Filed by DrNecropolis | May 4, 2009
So today while sitting at my desk in my cube in my Secret Laboratory located in my Fiendish Lair, I found myself pondering time, travel and the entertainment industry. After some serious thinking, I finall removed the comma between time and travel, you know what I saw? A freaking revolution of the Timetravel and Entertainment Industry as we know it!
Now in popular entertainment usually people travel back in time to hunt dinosaurs, protect the spact-time continum, do research or some garbage like that. Forget all that stuff, the future of Temporal Entertainment is my new show… wait for it… Steampunked!
Every week I’ll send somebody back in time with a futuristic device to plant in people’s homes and see how they react to it! Of course, if you reading this from the year 2169, you already know how wildly successful the show is as you’re reading this post from the distant future. In fact some of the most hilarious moments in history will have actually been some of the greatest moments in Television’s future history! For instance, the Salem Witch Trials was actually caused by cleverly hidden walkie-talkies and our mischevious intern Billy! Let’s not forget about Einstein’s Unified Theory!

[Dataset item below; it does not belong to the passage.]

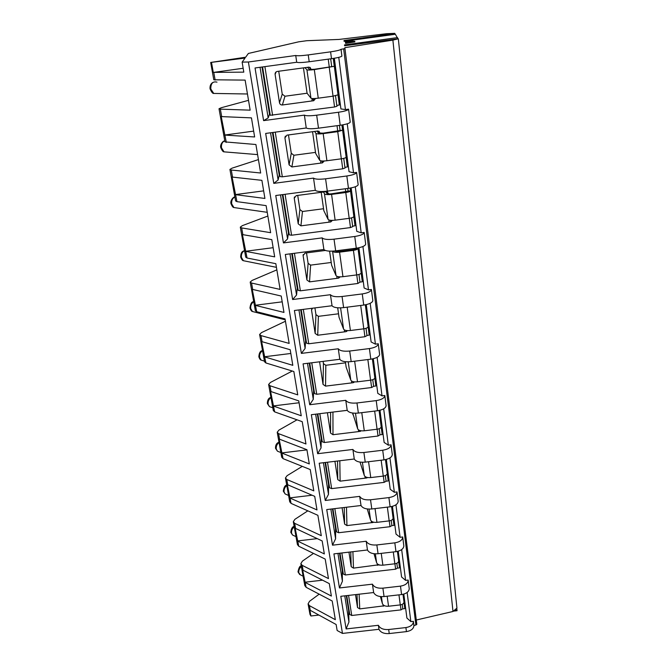 <?xml version="1.0" encoding="UTF-8"?>
<svg xmlns="http://www.w3.org/2000/svg" width="667" height="667" viewBox="0 0 667 667"><rect width="100%" height="100%" fill="white"/><g stroke="black" fill="none" stroke-linecap="round" stroke-linejoin="round"><path stroke-width="1" d="M344.614 45.756L344.514 44.906L344.614 45.756L398.332 38.761L456.937 608.079L452.985 611.472L416.291 620.018L416.833 624.387L413.915 625.646C413.598 628.806 411.105 630.79 406.436 631.616L389.236 633.558C384.009 633.892 380.59 632.474 378.973 629.298L342.463 633.425L337.135 630.49L336.135 624.504L309.855 610.113L310.905 615.983L309.988 614.44L308.146 604.185M310.905 615.983L318.868 615.074M456.77 608.221L457.037 610.73M344.097 41.321L343.997 40.529L344.089 41.321L395.364 34.25L397.707 38.444M342.463 633.425L248.399 61.998L242.129 62.114L245.047 58.062L210.68 62.456L245.664 57.204L248.374 53.46L298.649 41.829L306.762 40.712L339.078 39.428L386.593 33.7L394.772 33.35L395.014 34.3M452.985 611.472L392.888 40.128L344.839 47.665L344.939 48.583L341.037 49.316C340.203 50.092 336.727 50.925 330.599 51.834L308.237 54.911C301.476 55.786 297.307 55.978 295.731 55.486L248.399 61.998M398.332 38.761L392.888 40.128M416.291 620.018L344.839 47.665M413.89 625.354L413.407 621.619C413.09 624.762 410.589 626.747 405.903 627.572L388.678 629.515C383.433 629.856 380.007 628.439 378.389 625.287L346.106 628.939L348.941 622.003L348.658 610.547L349.108 610.497M407.145 592.454L410.864 621.611L413.382 621.327M409.213 588.461L408.187 580.34C407.837 583.367 405.269 585.301 400.483 586.135L382.883 588.152C377.53 588.519 374.045 587.193 372.428 584.167L339.453 587.961L342.413 581.265L342.238 570.268L342.696 570.218M401.667 549.591L405.594 580.357L408.171 580.065M402.735 537.243L403.843 546.015L402.735 537.243C402.359 540.137 399.716 542.004 394.822 542.846L376.838 544.947C371.369 545.348 367.825 544.114 366.2 541.245L332.508 545.181L335.601 538.761L335.543 528.272L336.01 528.214M395.94 504.786L400.092 537.285L402.718 536.977M398.166 501.117L397.04 492.204C396.623 494.947 393.914 496.74 388.903 497.59L370.51 499.775C364.924 500.208 361.322 499.083 359.696 496.381L325.254 500.467L328.489 494.355L328.548 484.434L329.031 484.375M389.945 457.912L394.339 492.271L397.023 491.954M391.079 445.081L392.296 454.677L391.079 445.081C390.629 447.657 387.835 449.375 382.708 450.233L363.89 452.501C358.179 452.976 354.51 451.968 352.885 449.45L317.659 453.702L321.052 447.932L321.252 438.628L321.744 438.569M383.675 408.821L388.319 445.172L391.07 444.839M386.085 405.561L384.842 395.723C384.342 398.116 381.466 399.75 376.221 400.617L356.962 402.976C351.117 403.502 347.382 402.61 345.756 400.308L309.713 404.727L313.265 399.341L313.615 390.729L314.115 390.67M377.097 357.345L382.016 395.856L384.826 395.506M378.297 343.98L379.631 354.527L378.297 343.98C377.755 346.165 374.796 347.699 369.41 348.574L349.691 351.034C343.713 351.609 339.903 350.859 338.277 348.783L301.376 353.393L305.111 348.432L305.619 340.587L306.136 340.529M370.193 303.31L375.413 344.139L378.289 343.78M371.427 289.67L372.828 300.742L371.427 289.67C370.835 291.621 367.784 293.046 362.264 293.922L342.054 296.498C335.926 297.115 332.058 296.523 330.44 294.706L292.63 299.525L296.548 295.031L297.24 288.044L297.765 287.977M362.931 246.523L368.476 289.87L371.427 289.495M364.207 232.591L365.683 244.239L364.207 232.591C363.565 234.292 360.413 235.584 354.752 236.477L334.025 239.161C327.755 239.837 323.803 239.411 322.194 237.886L283.442 242.913L287.56 238.953L288.452 232.916L288.994 232.85M355.303 186.768L361.189 232.825L364.207 232.433M358.154 184.659L356.612 172.528C355.911 173.945 352.651 175.096 346.84 175.988L325.579 178.806C319.143 179.54 315.124 179.315 313.523 178.106L273.778 183.367L278.114 179.99L279.223 175.012L279.773 174.937M347.249 123.795L353.518 172.811L356.62 172.403M350.233 122.069L348.616 109.246C347.84 110.338 344.472 111.339 338.502 112.239L316.675 115.183C310.072 115.991 305.978 115.975 304.385 115.124L263.598 120.627L268.167 117.917L269.51 114.115L270.077 114.04M338.761 57.354L345.439 109.58L348.616 109.146M341.888 56.053L341.045 49.25M341.904 56.053L341.896 56.12C341.07 56.928 337.602 57.787 331.499 58.696L309.196 61.756C302.451 62.623 298.291 62.79 296.715 62.256L255.052 67.976L263.598 120.627M350.25 122.069L350.25 122.169C349.491 123.328 346.148 124.362 340.203 125.263L318.493 128.181C311.923 128.973 307.846 128.914 306.253 127.989L304.385 115.124M358.171 184.659L358.162 184.792C357.47 186.26 354.235 187.444 348.457 188.344L327.305 191.129C320.902 191.854 316.9 191.579 315.291 190.312L313.523 178.106M365.683 244.239C365.049 245.99 361.914 247.307 356.286 248.199L335.668 250.859C329.423 251.526 325.488 251.067 323.879 249.483L322.194 237.886M372.828 300.742C372.244 302.751 369.21 304.194 363.723 305.069L343.613 307.62C337.519 308.229 333.658 307.604 332.041 305.736L330.44 294.706M379.631 354.527C379.098 356.762 376.155 358.312 370.802 359.18L351.175 361.622C345.223 362.189 341.429 361.406 339.803 359.288L338.277 348.783M386.101 405.561L386.11 405.786C385.626 408.212 382.766 409.863 377.539 410.73L358.371 413.065C352.56 413.582 348.833 412.665 347.207 410.322L345.756 400.308M392.296 454.677C391.846 457.287 389.069 459.021 383.967 459.88L365.241 462.131C359.555 462.598 355.903 461.564 354.269 459.013L352.885 449.45M398.182 501.117L398.199 501.376C397.79 504.152 395.097 505.961 390.112 506.812L371.802 508.971C366.241 509.405 362.648 508.254 361.022 505.511L359.696 496.381M403.843 546.015C403.477 548.941 400.85 550.817 395.973 551.659L378.064 553.735C372.628 554.135 369.093 552.876 367.467 549.983L366.2 541.245M409.23 588.461L409.246 588.744C408.904 591.787 406.353 593.73 401.584 594.564L384.059 596.565C378.731 596.932 375.263 595.581 373.645 592.538L372.428 584.167M296.715 62.256L295.731 55.486M378.973 629.298L378.389 625.287M373.645 592.538L340.804 596.298L346.106 628.939M306.253 127.989L265.674 133.442L273.778 183.367M315.291 190.312L275.754 195.523L283.442 242.913M323.879 249.483L285.318 254.469L292.63 299.525M332.041 305.736L294.414 310.505L301.376 353.393M339.803 359.288L303.076 363.857L309.713 404.727M347.207 410.322L311.331 414.707L317.659 453.702M354.269 459.013L319.21 463.223L325.254 500.467M361.022 505.511L326.73 509.571L332.508 545.181M367.467 549.983L333.917 553.885L339.453 587.961M403.802 594.114L406.912 618.059L410.864 621.611M349.741 614.457L346.74 595.614L349.741 614.457L351.742 615.483L401.009 609.88L402.801 608.763M404.977 603.135L404.269 603.218M344.756 595.848L348.941 622.003M346.29 595.673L348.658 610.547M398.958 594.864L400.283 604.902C402.451 604.535 403.693 603.643 403.985 602.226L404.819 608.638L402.818 608.863L402.218 604.335M355.519 594.614L357.512 607.529L359.738 608.896L384.634 605.769M381.407 596.648L382.391 603.577C383.217 605.553 385.268 606.436 388.553 606.236L400.283 604.902M382.391 603.577L380.407 596.565M403.118 594.297L404.819 608.638M310.272 610.38L309.43 605.653L335.334 619.685L332.208 601L306.136 587.327L304.794 585.568L300.909 563.957M305.269 582.483L331.382 596.065L329.298 583.617L302.651 570.027L306.136 587.327M303.076 570.277L302.193 565.358L328.464 578.589L325.204 559.088L298.766 546.248L297.424 544.58L293.363 522.011M297.866 541.195L324.337 553.935L322.169 540.937L295.147 528.231L298.766 546.248M295.581 528.472L294.656 523.328L321.294 535.684L317.884 515.316L291.079 503.393L289.728 501.826L285.484 478.239M290.137 498.124L316.983 509.93L314.716 496.348L287.31 484.609L291.079 503.393M287.752 484.834L286.785 479.473L313.798 490.862L310.238 469.551L283.05 458.646L281.699 457.187L277.264 432.516M282.066 453.143L309.296 463.924L306.92 449.708L279.131 439.053L283.05 458.646M279.573 439.261L278.573 433.658L305.961 443.972L302.226 421.669L274.662 411.881L273.303 410.547L268.659 384.717M273.628 406.128L301.242 415.774L298.758 400.892L270.577 391.429L274.662 411.881M271.027 391.612L269.977 385.743L297.749 394.872L293.847 371.511L265.891 362.965L264.532 361.756L259.655 334.684M264.807 356.937L292.813 365.333L290.203 349.725L261.622 341.579L265.891 362.965M262.081 341.737L260.98 335.593L289.153 343.413L285.051 318.901L256.695 311.731L255.336 310.672L250.225 282.266M255.561 305.419L283.967 312.423L281.232 296.04L252.251 289.353L256.695 311.731M252.71 289.486L251.551 283.05L280.123 289.42L275.821 263.673L247.065 258.021L245.706 257.128L240.337 227.289M245.873 251.401L274.679 256.862L271.803 239.645L242.413 234.576L247.065 258.021M242.871 234.676L241.662 227.922L270.635 232.691L266.116 205.619L236.952 201.642L235.593 200.934L229.948 169.551M235.701 194.689L264.916 198.449L261.889 180.34L232.083 177.055L236.952 201.642M232.55 177.13L231.274 170.027L260.664 173.011L255.903 144.506L224.971 141.896L219.026 108.846M225.012 135.093L254.636 136.96L251.451 117.876L221.219 116.583L226.321 142.405M221.694 116.617L220.352 109.146L250.158 110.155L245.131 80.107L213.799 79.79L210.689 62.531M215.141 80.073L213.757 72.378L243.805 72.144L242.129 62.114M220.352 109.146L219.009 108.754L221.277 107.729L248.516 100.333M231.274 170.027L229.923 169.418L232.091 168.151L258.421 159.596M241.662 227.922L240.303 227.122L242.371 225.638L267.859 216.041M251.551 283.05L250.192 282.074L252.168 280.398L276.855 269.86M260.98 335.593L259.621 334.467L261.514 332.608L285.443 321.236M269.977 385.743L268.618 384.475L270.427 382.458L292.296 371.035M278.573 433.658L277.214 432.258L278.956 430.098L297.032 419.826M286.785 479.473L285.434 477.964L287.102 475.671L302.293 466.366M294.656 523.328L293.305 521.719L294.914 519.31L307.829 510.839M302.193 565.358L300.85 563.648L302.393 561.139L313.49 553.393M309.43 605.653L308.087 603.86L309.571 601.259L319.176 594.164M345.339 41.371L345.598 43.38L354.894 41.929L354.761 41.296L349.058 40.929L345.339 41.371L345.464 42.338L349.191 41.754L349.058 40.929M213.757 72.378L243.155 68.267M211.539 62.681L213.282 72.37M253.66 131.124L224.537 135.051M263.648 190.862L235.234 194.614M273.145 247.69L245.414 251.292M282.199 301.834L255.111 305.278M290.829 353.468L264.357 356.778M299.066 402.76L273.187 405.945M306.945 449.875L281.624 452.935M312.098 495.231L289.703 497.899M317.25 538.628L297.432 540.954M322.553 580.182L304.844 582.224M354.894 41.929L349.191 41.754M345.598 43.38L345.464 42.338M260.055 67.292L268.167 117.917M262.006 67.025L269.51 114.115M270.277 115.283L262.581 66.942L270.277 115.283L334.559 106.987L337.027 106.261L337.002 105.361M335.526 95.74L336.793 105.386L339.32 105.044L337.994 94.839L333.041 96.173L318.259 98.182C314.149 98.691 311.706 98.683 310.947 98.174L307.078 93.255L303.443 67.859L307.078 93.255M333.258 58.438L334.284 66.308L314.307 69.593C310.147 70.127 307.687 70.185 306.928 69.785L304.919 67.659M330.682 58.804L331.716 66.658L334.284 66.308M311.631 69.551L309.013 67.117L277.222 71.452C275.763 71.803 275.054 72.753 275.096 74.312L279.49 102.776C279.882 104.294 280.84 105.036 282.366 104.986L313.732 100.717L313.698 98.558M315.591 98.466L313.732 100.717M333.467 58.404L339.32 105.044M331.716 66.658L314.349 69.276L309.43 69.401L307.412 67.325M307.07 93.23L284.959 96.24L282.233 94.139L278.731 71.244M310.197 67.4L310.505 69.576M340.303 104.227L339.328 104.36M334.35 58.254L340.912 108.921L345.439 109.58M342.971 124.821L349.049 171.711L353.518 172.811M280.04 176.597L273.011 132.458L280.04 176.597L282.324 176.822L342.721 168.818L345.114 167.976L345.081 167.275M348.241 165.441L347.315 165.566M270.552 132.783L278.114 179.99M272.444 132.533L279.223 175.012M339.411 125.371L340.095 130.54L342.596 130.198L337.735 131.657L341.321 158.821C344.005 158.421 345.606 157.904 346.115 157.279L347.374 166.967L344.914 167.3L343.738 158.362M341.921 125.004L342.596 130.198M285.309 136.185L284.917 137.861L286.993 135.134L317.976 130.99L320.527 133.358M284.917 137.861L289.086 164.857L291.879 166.958L322.453 162.873L322.269 160.997M324.245 160.989L322.453 162.873M337.735 131.657L323.161 133.617C319.109 134.1 316.692 134.017 315.925 133.383L319.735 160.338C320.51 161.064 322.903 161.206 326.913 160.739L341.321 158.821M315.666 153.435L312.556 131.699L315.666 153.435L319.735 160.338M317.083 131.099L318.359 133L323.187 133.15L340.095 130.54M315.925 133.383L314.632 131.416M319.134 131.249L319.426 133.325M315.508 152.384L293.922 155.261L291.271 153.26L288.469 134.934M342.121 124.971L347.374 166.967M351.15 187.894L356.778 231.324L361.189 232.825M289.311 234.884L282.9 194.581L289.311 234.884L291.571 235.226L350.492 227.572L352.801 226.63L352.735 226.113M355.786 223.645L354.902 223.762M280.507 194.897L287.56 238.953M282.349 194.647L288.452 232.916M347.682 188.444L348.049 191.187L350.483 190.862C349.992 191.571 348.424 192.121 345.781 192.521L349.191 218.334C351.801 217.934 353.352 217.35 353.827 216.592L355.027 225.813L352.626 226.121L351.542 217.851M350.125 188.086L350.483 190.862M294.422 196.973L294.239 198.191L296.281 195.589L326.488 191.629L328.973 193.947M294.239 198.191L298.207 223.854L300.925 225.846L330.749 221.936L330.49 220.302M332.433 220.368L330.749 221.936M345.781 192.521L331.574 194.389C327.614 194.831 325.246 194.622 324.462 193.78L328.081 219.393C328.873 220.335 331.224 220.585 335.134 220.168L349.191 218.334M323.837 210.705L321.202 192.313L323.837 210.705L328.081 219.393M325.921 191.704L326.83 193.388C327.364 193.955 328.939 194.089 331.574 193.797L348.049 191.187M324.462 193.78L323.528 192.004M327.614 191.879L327.889 193.855M323.545 208.738L302.468 211.497L299.883 209.588L297.715 195.406M350.317 188.052L355.027 225.813M358.913 247.749L364.124 288.011L368.476 289.87M292.296 253.56L298.141 290.345L300.367 290.812L357.879 283.475L360.072 282.083M362.965 279.056L362.114 279.165M289.953 253.869L296.548 295.031M291.754 253.635L297.24 288.044M355.536 248.291L355.603 248.841L357.987 248.541C357.52 249.366 356.003 249.975 353.427 250.367L356.67 274.929C359.221 274.529 360.722 273.895 361.172 273.02L362.314 281.799L359.963 282.099L358.963 274.437M357.904 247.949L357.987 248.541M336.818 250.709L337.01 251.551M325.396 250.458L305.102 253.076L303.11 255.561L306.887 279.973L309.53 281.866L338.628 278.131L338.344 276.705M340.203 276.847L338.628 278.131M353.427 250.367L339.561 252.159C335.701 252.56 333.375 252.243 332.575 251.201L336.026 275.588C336.827 276.705 339.136 277.072 342.955 276.68L356.67 274.929M336.026 275.588L331.624 265.291L329.598 251.151M334.976 250.942L339.545 251.451L353.377 249.666L355.603 248.841M335.86 250.834L335.943 251.401M331.216 262.481L310.614 265.124L308.104 263.315L306.512 252.901M358.096 247.916L362.314 281.799M366.283 304.619L371.119 341.963L375.413 344.139M306.562 343.197L301.217 309.646L306.562 343.197L308.746 343.772L364.916 336.727L367.092 335.584M369.81 331.866L368.984 331.966M298.941 309.938L305.111 348.432M300.692 309.713L305.619 340.587M360.705 305.453L363.79 328.823C366.283 328.431 367.734 327.747 368.159 326.763L369.251 335.126L366.958 335.418L366.025 328.314M312.431 308.221L311.556 310.18L315.149 333.433L317.717 335.234L346.148 331.649L345.981 330.448M347.582 330.624L346.148 331.649M340.587 307.862L343.588 329.114C344.397 330.39 346.665 330.857 350.4 330.507L363.79 328.823M343.588 329.114L339.053 317.367L337.677 307.804M338.536 313.79L318.392 316.333L315.941 314.607L314.924 307.904M365.491 304.786L369.251 335.126M373.295 358.729L377.789 393.38L382.016 395.856M309.721 363.031L314.582 393.613L316.742 394.28L371.627 387.519L373.737 386.301M376.346 382.249L375.538 382.349M307.495 363.307L313.265 399.341M309.205 363.098L313.615 390.729M367.851 359.546L370.585 380.198C373.011 379.815 374.429 379.081 374.829 378.014L375.863 385.993L373.628 386.268L372.761 379.681M319.593 361.806L323.028 384.409L325.538 386.126L353.31 382.691L353.26 381.691M354.586 381.891L353.31 382.691M348.216 361.839L350.809 380.157C351.617 381.582 353.852 382.133 357.504 381.816L370.585 380.198M346.148 367.1L345.373 361.706L346.148 367.1L350.809 380.157M345.531 362.831L325.829 365.283L323.437 363.632L323.095 361.364M372.528 358.904L375.863 385.993M379.973 410.272L384.142 442.438L388.319 445.172M322.253 441.762L317.817 413.915L322.253 441.762L324.37 442.513L378.031 436.018L380.09 434.801M382.583 430.39L381.799 430.482M315.641 414.182L321.052 447.932M317.317 413.974L321.252 438.628M374.662 411.08L377.063 429.24C379.44 428.856 380.815 428.089 381.19 426.93L382.183 434.551L379.99 434.817L379.19 428.706M327.405 412.74L330.549 433.083L332.991 434.717L360.147 431.407L360.097 430.582M361.256 430.807L360.147 431.407M355.486 413.248L357.695 428.889C358.512 430.448 360.705 431.082 364.282 430.79L377.063 429.24M357.695 428.889L352.693 413.065M347.232 410.363L332.466 412.123M379.223 410.447L382.183 434.551M386.343 459.43L390.22 489.303L394.339 492.271M329.573 487.785L325.546 462.464L329.573 487.785L331.666 488.619L384.159 482.366L386.143 481.207M388.544 476.413L387.785 476.505M323.42 462.723L328.489 494.355M325.062 462.523L328.548 484.434M381.157 460.222L383.258 476.088C385.576 475.713 386.91 474.904 387.269 473.67L388.219 480.957L386.076 481.215L385.334 475.546M334.917 461.339L337.744 479.59L340.12 481.157L366.683 477.972L366.642 477.305M367.617 477.53L366.683 477.972M362.414 462.281L364.282 475.463C365.099 477.138 367.259 477.847 370.752 477.58L383.258 476.088M364.282 475.463L360.038 462.098M385.618 459.605L388.219 480.957M392.429 506.353L396.023 534.1L400.092 537.285M336.585 531.832L332.925 508.838L336.585 531.832L338.644 532.733L390.02 526.705L391.921 525.604L393.989 525.363L393.08 518.384C392.746 519.685 391.446 520.527 389.178 520.894L376.947 522.336C373.528 522.578 371.402 521.802 370.577 520.018L367.225 508.954M394.255 520.468L393.513 520.552M330.849 509.079L335.601 538.761M332.449 508.896L335.543 528.272M391.204 520.352L391.896 525.604M342.096 507.754L344.614 524.087L346.948 525.579L372.936 522.519L372.895 521.986M373.687 522.211L372.936 522.519M391.712 506.536L393.989 525.363M398.241 551.209L401.584 576.98L405.594 580.357M343.305 574.02L339.987 553.176L343.305 574.02L345.331 574.979L395.631 569.176L397.465 568.084M399.725 562.665L398.999 562.756M337.952 553.418L342.413 581.265M339.52 553.235L342.238 570.268M393.288 551.968L394.847 563.79C397.065 563.423 398.332 562.564 398.649 561.197L399.525 567.875L397.474 568.117L396.832 563.24M348.949 552.134L351.201 566.692L353.477 568.126L378.889 564.774M379.498 564.966L378.923 565.166M375.363 553.843L376.605 562.69C377.439 564.565 379.523 565.399 382.875 565.182L394.847 563.79M376.605 562.69L373.995 553.727M397.549 551.384L399.525 567.875M456.995 610.055L454.277 610.363M416.825 624.354L344.939 48.574L416.833 624.387M415.908 625.129L343.655 48.891M331.499 58.696L330.599 51.834M340.203 125.263L338.502 112.239M348.457 188.344L346.84 175.988M356.286 248.199L354.752 236.477M363.723 305.069L362.264 293.922M370.802 359.18L369.41 348.574M377.539 410.73L376.221 400.617M383.967 459.88L382.708 450.233M390.112 506.812L388.903 497.59M395.973 551.659L394.822 542.846M401.584 594.564L400.483 586.135M406.436 631.616L405.903 627.572M309.196 61.756L308.237 54.911M318.493 128.181L316.675 115.183M327.305 191.129L325.579 178.806M335.668 250.859L334.025 239.161M343.613 307.62L342.054 296.498M351.175 361.622L349.691 351.034M358.371 413.065L356.962 402.976M365.241 462.131L363.89 452.501M371.802 508.971L370.51 499.775M378.064 553.735L376.838 544.947M384.059 596.565L382.883 588.152M389.236 633.558L388.678 629.515M348.566 595.406L351.742 615.483M400.35 604.894L401.009 609.88M387.168 596.215L388.553 606.236M383.192 606.228L383.075 604.752M359.738 608.896L359.129 594.197M357.512 607.529L357.012 594.439M404.827 608.429L402.993 594.322L404.819 608.312M343.997 40.529L394.881 33.517M344.514 44.906L397.557 37.594M224.771 140.795C222.228 142.013 221.136 144.364 221.502 147.849L224.054 151.851L227.23 152.118M216.983 82.141C212.773 81.141 210.714 83.425 210.797 88.978L213.723 93.438L217.267 93.497M234.884 196.998C232.416 198.299 231.357 200.609 231.699 203.944L233.942 207.554L236.735 207.946M244.531 250.617C242.138 251.993 241.112 254.277 241.437 257.47L243.405 260.714L245.831 261.197M253.743 301.826C251.426 303.268 250.417 305.519 250.725 308.588L252.46 311.514L254.552 312.048M262.556 350.792C260.305 352.284 259.321 354.51 259.613 357.454L261.147 360.105L262.931 360.647M270.985 397.649C268.801 399.2 267.842 401.392 268.117 404.219L269.485 406.628L271.002 407.162M279.064 442.538C276.93 444.139 276.005 446.29 276.263 449.016L277.48 451.209L278.764 451.717M286.81 485.576C284.734 487.218 283.825 489.345 284.075 491.963L285.159 493.964L286.251 494.447M294.239 526.88C292.221 528.556 291.329 530.657 291.562 533.183L292.546 535.009L293.472 535.451M301.376 566.541C299.408 568.251 298.541 570.327 298.766 572.761L300.433 574.846M264.891 66.625L272.603 115.358M328.231 59.138L329.298 67.225M333.125 96.165L334.559 106.987M329.256 67.55L333.041 96.173M339.353 104.977L333.3 58.429L339.353 104.944M312.339 98.533L313.532 100.025M311.881 100.984L312.181 98.516M282.366 104.986L284.959 96.24M275.104 74.412L276.163 71.869M279.49 102.776L282.233 94.139M306.928 69.785L310.947 98.174M314.307 69.593L318.259 98.182M336.91 105.369L337.027 106.245L336.91 105.369M275.263 132.158L282.324 176.822M337.027 125.688L337.752 131.199M341.404 158.813L342.721 168.818M323.161 133.617L326.913 160.739M321.644 160.955L322.228 161.923M320.652 163.132L320.769 160.83M291.879 166.958L293.922 155.261M284.926 137.936L285.351 136.118M289.086 164.857L291.271 153.26M347.407 166.883L341.954 124.996L347.407 166.833M345.031 167.284L345.114 167.959L345.022 167.284M285.092 194.289L291.571 235.226M345.356 188.753L345.781 191.929M349.266 218.326L350.492 227.572M331.574 194.389L335.134 220.168M330.248 220.277L330.482 220.76M328.989 222.186L329.006 220.018M300.925 225.846L302.468 211.497M294.255 198.266L294.447 196.915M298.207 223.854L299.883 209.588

We went back every night for weeks to tweek his equations on his over sized chalk board while he slept! Sure it set back galactic exploration 150 years, but seeing his frustration was television gold! Of course the greatest episode had to have been the pilot, in which we show the US government the least efficeint way to split an atom, you’ll just have to watch to see the zaniness that ensues!
Now if you’re going to start emailing me about this paradox or that paradox, you obviously have no idea how time travel works and are most likely you’re own grandfather and thus helplessly inbred (or you want to be). I know I don’t have to tell you to watch next centruy when the show finally airs, because you’re alrady watching it.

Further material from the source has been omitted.